Non-Claude panes get the same auto-announce behavior, attributed to the correct pane and agent, and completion is handled uniformly via roster presence.
Agent-idle notifications
Independently of messaging, Koda can raise a desktop notification when an agent pane goes idle (finishes a turn) — so you know an agent is waiting on you. Notifications are suppressed while the Koda window is focused, so you only get pinged when you've looked away.
Privacy & compliance
Coordination keeps Koda firmly on the right side of its locked architecture: real CLIs, no token proxy.
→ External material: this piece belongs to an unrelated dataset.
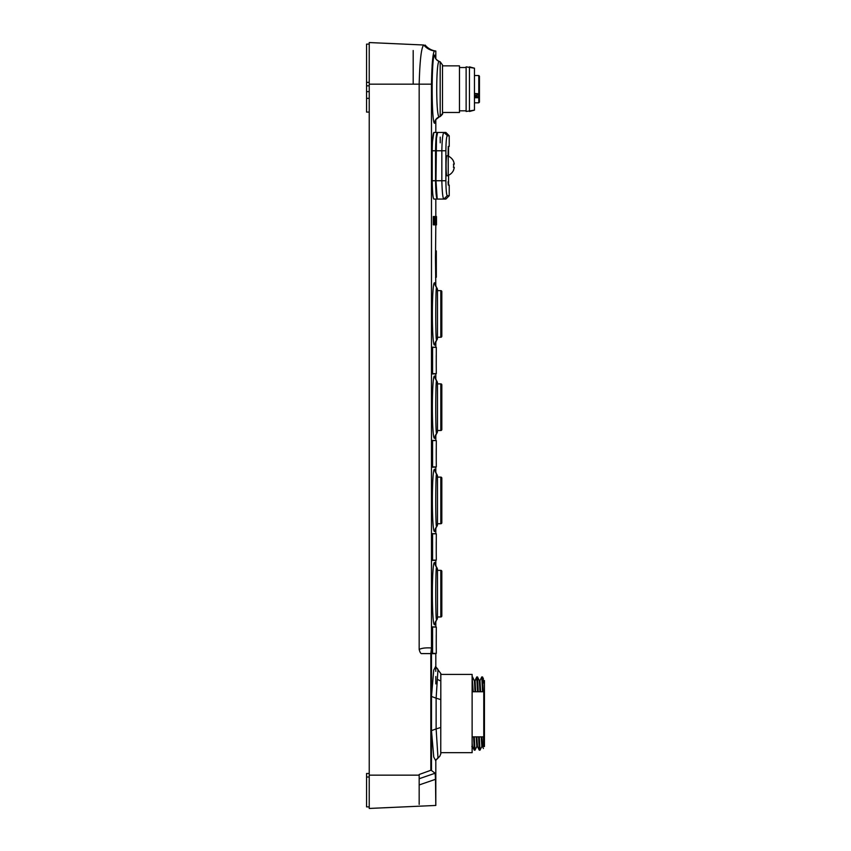 <?xml version="1.0" encoding="UTF-8"?>
<svg xmlns="http://www.w3.org/2000/svg" width="851" height="851" viewBox="0 0 851 851"><rect width="100%" height="100%" fill="white"/><g stroke="black" fill="none" stroke-linecap="round" stroke-linejoin="round"><path stroke-width="1.28" d="M435.818 58.719L435.818 51.039L435.818 58.719L435.818 51.039L434.435 50.975C430.063 50.294 426.511 48.305 423.787 45.007L369.228 42.55L369.228 808.45L435.797 805.45L435.818 759.794L435.818 805.45L435.818 759.794M435.818 51.039A16.648 16.648 0 0 1 425.149 45.071M369.228 112.098L366.558 112.077L366.558 44.124L369.228 44.092L369.228 60.347M369.228 786.473L369.228 806.471M366.558 84.175L366.558 72.133M366.558 50.517L366.558 48.433M366.558 85.813L369.228 85.845M434.435 50.975C432.861 52.964 431.872 64.038 431.478 84.175L431.478 647.973C425.925 647.622 421.83 648.1 419.171 649.419L419.171 84.175C419.82 60.4 421.341 47.337 423.734 45.007M433.861 199.06L435.818 199.06L435.818 216.548L435.818 199.06L437.191 199.06L433.861 199.06C432.925 197.953 432.372 191.847 432.212 180.742L432.212 150.776L435.552 150.776C435.723 139.67 436.265 133.564 437.201 132.458L439.563 132.458L437.616 132.458L436.467 138.234L435.967 180.742L441.839 180.742C442.169 192.517 442.85 198.613 443.892 199.06L447.211 195.73C446.413 194.379 445.977 189.39 445.892 180.742L445.892 150.776C445.977 142.096 446.424 137.096 447.211 135.788L449.222 135.788L449.222 146.446L448.254 146.446L448.073 155.776M432.457 141.734L433.861 132.458L437.201 132.458L433.861 132.458C432.925 133.564 432.372 139.67 432.212 150.776M435.584 760.358L433.744 757.06L431.478 730.637L431.478 696.448L433.733 670.077L435.584 666.727M435.574 277.373L436.318 277.245L436.318 250.939L435.574 250.619L435.457 257.332L435.818 286.606M435.574 250.619L435.818 224.866M435.084 224.866L435.084 216.548L435.755 216.548L435.755 224.866L435.084 224.866M433.319 224.866L433.319 216.548L433.989 216.548L433.989 224.866L433.319 224.866M435.329 120.682L434.765 123.161C434.935 120.055 436.457 117.949 439.35 116.832L440.18 116.555L439.35 116.832C435.84 118.832 435.882 59.262 439.35 61.517L440.18 61.783L439.35 61.517C436.457 60.4 434.935 58.283 434.765 55.177L435.329 57.655M434.765 55.177C431.351 51.911 431.266 125.937 434.765 123.161M435.265 285.447L434.765 282.989C431.585 278.298 431.531 349.272 434.765 344.9L435.265 342.442M435.265 565.16L434.765 562.713C431.585 558.011 431.531 628.985 434.765 624.613L435.265 622.166M435.265 471.922L434.765 469.475C431.585 464.774 431.531 535.747 434.765 531.375L435.265 528.928M435.265 378.684L434.765 376.227C431.585 371.536 431.531 442.509 434.765 438.137L435.265 435.68M435.818 621.007L435.818 627.059L435.818 621.007L435.818 627.059L432.031 626.91L432.031 653.664L435.808 653.377L435.818 667.29L435.818 653.377L435.818 667.29M435.818 527.769L435.818 533.822L435.818 527.769L435.818 533.822L432.031 533.662L432.031 560.426L435.808 560.128L435.818 566.319L435.818 560.128L435.818 566.319M435.818 434.531L435.818 440.584L435.818 434.531L435.818 440.584L432.031 440.424L432.031 467.188L435.808 467.188L432.031 467.114M435.818 341.294L435.818 347.346L435.818 341.294L435.818 347.346L432.031 347.187L432.031 373.94L435.808 373.653L435.818 379.844L435.818 373.653L435.818 379.844M436.489 224.866L436.489 216.548L436.489 224.866L435.755 224.866M436.489 216.548L435.755 216.548M436.467 216.548L436.467 224.866M432.095 65.633L432.276 63.368M432.531 60.549L432.787 58.155M433.021 56.421L433.35 54.304M432.446 189.73L432.414 189.135M436.574 287.574L437.488 289.861A3.33 3.33 180 0 0 436.574 287.574L434.765 282.989L436.574 287.574C435.638 285.011 435.393 337.517 436.478 340.092L436.574 340.315A3.33 3.33 180 0 0 437.488 338.028A3.33 3.33 0 0 1 436.574 340.315L437.488 337.251L440.818 337.251A1 1 0 0 0 441.818 336.251L441.818 331.762M434.765 376.227L436.574 380.812C435.638 378.259 435.393 430.766 436.478 433.329L436.574 433.563A3.33 3.33 180 0 0 437.488 431.266L437.488 383.099A3.33 3.33 180 0 0 436.574 380.812L434.765 376.227M437.361 475.432A3.33 3.33 0 0 1 437.488 476.337A3.33 3.33 180 0 0 436.574 474.05L434.765 469.475L436.574 474.05A3.33 3.33 0 0 1 437.106 474.794M434.765 562.713L436.574 567.287A3.33 3.33 0 0 1 437.488 569.585L437.488 570.351L437.488 569.585A3.33 3.33 180 0 0 436.574 567.287C435.638 564.734 435.393 617.241 436.478 619.805L436.574 620.039A3.33 3.33 180 0 0 437.488 617.752L437.488 569.585L434.765 562.713M432.031 653.6L435.308 653.674M433.989 653.674L432.042 653.664M432.031 626.91L434.265 626.889M435.584 626.9L432.031 626.974M435.659 440.424L432.031 440.488M432.031 373.876L435.308 373.951M433.989 373.951L432.042 373.94M440.18 116.555L442.488 113.396C443.094 113.555 442.318 114.608 440.18 116.555L440.18 61.783L442.488 64.953L442.488 112.534M459.466 112.481L442.488 112.481L459.466 112.481L459.466 65.857L442.488 65.857M459.466 110.811L466.125 110.811L459.466 110.811M474.454 68.197L466.125 66.857L466.125 111.481L474.454 110.141L469.454 111.481L469.454 66.857L474.454 68.197L474.454 110.141M479.432 93.365L479.443 102.163L479.443 92.163L478.783 93.429L478.783 75.516L479.443 76.186L479.443 93.216A0.67 0.585 180 0 1 478.783 93.801L474.454 93.429M479.443 89.174L479.443 86.174L479.443 89.174M479.443 77.845L479.443 83.845L479.443 76.186L478.783 75.516L474.454 75.516M434.765 344.9L437.488 338.028L437.488 289.861L437.488 290.638L440.818 290.638A1 1 0 0 1 441.818 291.638L441.818 296.127M437.488 430.5L440.818 430.5A1 1 0 0 0 441.818 429.5L441.818 425M437.488 383.875L440.818 383.875A1 1 0 0 1 441.818 384.875L441.818 389.364M437.488 476.337L437.488 524.514L437.488 476.337L436.574 474.05C435.638 471.497 435.393 524.003 436.478 526.567L436.574 526.801A3.33 3.33 180 0 0 437.488 524.514L436.574 526.801L437.488 524.514M437.488 523.737L440.818 523.737A1 1 0 0 0 441.818 522.737L441.818 518.238M437.488 477.113L440.818 477.113A1 1 0 0 1 441.818 478.113L441.818 482.613M437.488 570.351L440.818 570.351L440.818 616.975A1 1 0 0 0 441.818 615.975A1 1 0 0 1 440.818 616.975L437.488 616.975M436.244 635.218L436.244 645.218L436.308 627.059L432.031 627.059M436.244 541.981L436.244 551.969L436.308 533.822L432.031 533.822M436.244 448.743L436.244 458.732L436.308 440.584L432.031 440.584M436.244 355.505L436.244 365.494L436.308 347.346L432.031 347.346M435.967 180.742L437.201 199.06C436.265 197.943 435.723 191.837 435.552 180.742L432.212 180.742M435.552 150.776L435.552 180.742M440.233 137.117L440.233 142.787M448.073 181.742L448.254 185.071L449.222 185.071L449.222 195.73L447.211 195.73M449.222 195.73L445.892 199.06L449.222 195.73L449.222 185.071L448.562 185.071L448.562 175.263L448.562 185.071M446.966 175.753C445.818 176.306 445.807 155.318 446.966 155.776L448.222 155.776L448.222 175.753L446.966 175.753L448.222 175.753M447.626 135.788L443.892 132.458L445.892 132.458L444.307 132.458M443.871 132.458L443.892 132.458C442.743 133.639 442.063 139.745 441.839 150.776L435.967 150.776M445.892 180.742L441.839 180.742L441.839 150.776L445.892 150.776M445.892 199.06L437.616 199.06M443.892 132.458L437.616 132.458M453.626 170.094L453.487 170.094A10.403 10.403 90 0 0 454.285 167.424A10.403 10.403 -90 0 1 453.477 170.094L453.626 170.094A10.531 10.531 90 0 1 448.222 175.412M448.222 156.105A10.531 10.531 -90 0 1 453.626 161.435L453.477 161.435A10.403 10.403 -90 0 1 454.285 164.094L453.477 164.094L454.285 164.094M453.477 164.094A9.606 9.606 -90 0 1 453.477 167.424L454.285 167.424L453.477 167.424M435.818 132.458L435.818 119.629L435.818 132.458L435.818 119.629L439.35 116.832C436.042 119.076 434.67 120.47 435.244 121.012L435.308 120.523M440.818 673.875L440.754 754.039L439.776 756.284L435.521 760.592L437.978 757.73L436.127 728.903L431.478 730.637L431.478 770.517L435.138 773.219L435.51 779.303L419.171 784.952L419.171 774.495L419.171 804.408M419.171 649.419L419.171 649.419C419.979 652.579 420.926 653.972 422 653.6L430.829 653.6L430.829 770.283L419.171 774.495M440.722 727.499L436.127 728.903L436.127 698.192L431.478 696.448L431.478 647.973L430.829 653.6M431.478 770.517L430.829 770.283M440.818 699.926L440.807 673.545L435.521 666.503L437.978 669.365L436.127 698.192L440.722 699.586M435.818 473.082L435.818 466.891M440.818 673.662L441.148 674.418M366.558 790.802L366.558 775.155M369.228 806.908L366.558 806.876L369.228 806.908L366.558 806.876L366.558 773.506L367.887 773.495M419.171 785.547L419.171 784.303M435.51 779.303L435.797 805.45M440.818 753.22L440.818 752.667L440.818 753.252L440.818 752.667L472.124 752.667L472.124 674.418L440.818 674.418M472.124 736.86L483.772 736.86L483.772 691.767L472.124 691.767M441.148 752.667L440.818 753.422M472.55 691.767L472.124 679.821M472.124 676.917L473.22 691.767M474.986 691.767L474.433 680.928L472.518 676.949M472.124 743.253L472.433 746.465M474.315 680.577L475.092 680.928L475.656 691.767M477.549 691.767L476.741 677.013M474.273 736.86L474.975 750.178L474.273 750.135L473.613 736.86M483.442 683.023L483.442 679.981M479.273 736.86L479.975 750.178L481.847 746.465L481.177 736.86M479.985 691.767L479.347 680.63L477.507 676.949L478.219 691.767M475.007 750.135L476.847 746.465L476.188 736.86M476.805 676.917L477.507 676.949M479.932 680.63L481.772 676.949L482.506 676.949L483.219 691.767M481.804 676.917L482.549 691.767M483.442 744.019L483.442 736.86L483.442 746.508L484.442 746.508L484.442 680.577L483.442 680.577M476.847 736.86L477.422 746.444L479.273 750.135L478.602 736.86M479.315 680.577L479.964 680.577L480.634 691.767M481.847 736.86L482.432 746.465L483.442 748.497M479.975 750.178L479.273 750.135M369.228 773.485L366.558 773.506M436.244 224.866L436.244 216.548M433.989 216.548L434.999 216.548L434.999 224.866L433.989 224.866M479.443 93.302L479.443 102.163L478.783 102.822L474.454 102.822M479.443 94.504L479.443 92.163M474.454 96.28L478.783 96.727A0.67 0.585 180 0 1 479.443 97.312L474.454 96.727M440.818 337.251A1 1 0 0 0 441.818 336.251L441.818 291.638A1 1 0 0 0 440.818 290.638L440.818 337.251M441.818 300.424L441.818 327.465M440.818 570.351A1 1 0 0 1 441.818 571.351L441.818 615.975M441.818 580.148L441.818 607.188M440.818 477.113L440.818 523.737A1 1 0 0 0 441.818 522.737L441.818 478.113M441.818 486.9L441.818 513.951M436.574 380.812L437.488 383.099L437.488 431.266L436.574 433.563L437.488 431.266M440.818 383.875L440.818 430.5A1 1 0 0 0 441.818 429.5L441.818 384.875M441.818 393.662L441.818 420.702M436.244 645.218L436.308 653.377L432.031 653.377M432.574 653.377L432.574 627.059M432.031 533.737L435.808 533.662M435.808 560.426L432.031 560.352M436.244 551.969L436.308 560.128L432.031 560.128M432.574 560.128L432.574 533.822M436.244 458.732L436.308 466.891L432.031 466.891M432.574 466.891L432.574 440.584M432.031 347.251L435.808 347.187M436.244 365.494L436.308 373.653L432.031 373.653M432.574 373.653L432.574 347.346M413.182 50.528L413.182 84.175M366.558 82.366L369.228 82.356M366.558 44.124L369.228 44.092M431.478 84.175L369.228 84.175M435.818 216.548L435.818 199.06M431.478 673.832L431.478 653.653M445.892 132.458L449.222 135.788L449.222 146.446M448.562 156.254L448.562 146.446L448.562 156.254M369.228 98.333L366.558 98.333M366.558 91.663L369.228 91.663M419.171 775.155L369.228 775.155M438.318 679.811A5 3.798 0 0 1 439.595 680.598M419.171 778.739L435.138 773.219M472.592 677.311L474.433 680.928L475.092 680.928L476.922 677.311M366.558 777.006L369.228 777.006M474.454 93.887L478.783 93.887L478.783 96.28A0.67 0.585 0 0 1 479.443 96.865M478.783 102.822L478.783 97.737L474.454 97.737M474.454 93.801L478.783 93.801M479.443 95.057L474.454 95.376M434.765 624.613L436.457 620.177M434.765 531.375L436.446 526.95M434.765 438.137L436.574 433.563L435.223 435.701M435.308 57.825L435.244 57.336C435.201 58.57 436.574 59.964 439.35 61.517L438.573 61.198M435.818 683.896L435.818 676.513M474.284 750.135L472.443 746.465L471.826 746.508M474.932 680.63L476.773 676.949M483.442 678.821L482.506 676.949M481.804 746.508L482.464 746.508M476.815 746.508L477.464 746.508M435.68 668.343L435.786 671.375M466.125 67.527L459.466 67.527M478.783 93.887A0.67 0.67 0 0 0 479.443 93.216M435.223 342.464L436.574 340.315M435.223 622.177L436.574 620.039M435.223 528.939L436.574 526.801"/></g></svg>

- The MCP server is a local tool server the CLIs choose to call — not an API proxy and not an OAuth flow. It never touches your provider credentials.
- All state is local files under a gitignored
.koda/coord/. Nothing is sent to a Koda backend — there is no Koda backend. - Coordination is account-agnostic: it rides files, MCP tools, and terminal input — never the provider login — so it works the same whether a pane is on a default or a subscription account.
Configuration & opt-out
Coordination is on by default for each workspace. You control it from the Coordination On/Off toggle in the Tasks tab.
- Turning it off is sticky. An explicit Off writes a
.koda/coord-disabledmarker, so the workspace stays off across reopens until you turn it back on. - Sensitive workspaces never auto-enable. Since coordination writes files into the repo, workspaces you've marked Sensitive are left off unless you enable them yourself.
- Disabling cleans up. Turning coordination off removes the
koda-coordentry from.mcp.json(leaving any other servers intact) and tears down the file watcher.
A live Agents presence strip in the Tasks tab shows each pane's id, lane, and claims, refreshing every few seconds — your window into the roster without leaving the UI.
Troubleshooting
Agents aren't coordinating
Confirm the Coordination toggle is On for the workspace, and that you approved the one-time .mcp.json trust prompt in Claude Code.
No card was created
The card is posted on the first prompt of a session. For Claude, hook changes take effect on a new session — restart the pane if it was already running.
A card is stuck In Progress
If a pane was killed abruptly, the roster-presence fallback completes its card after the pane disappears. You can also drag it yourself.
Sensitive workspace stayed off
That's by design — enable coordination manually for Sensitive workspaces with the toggle.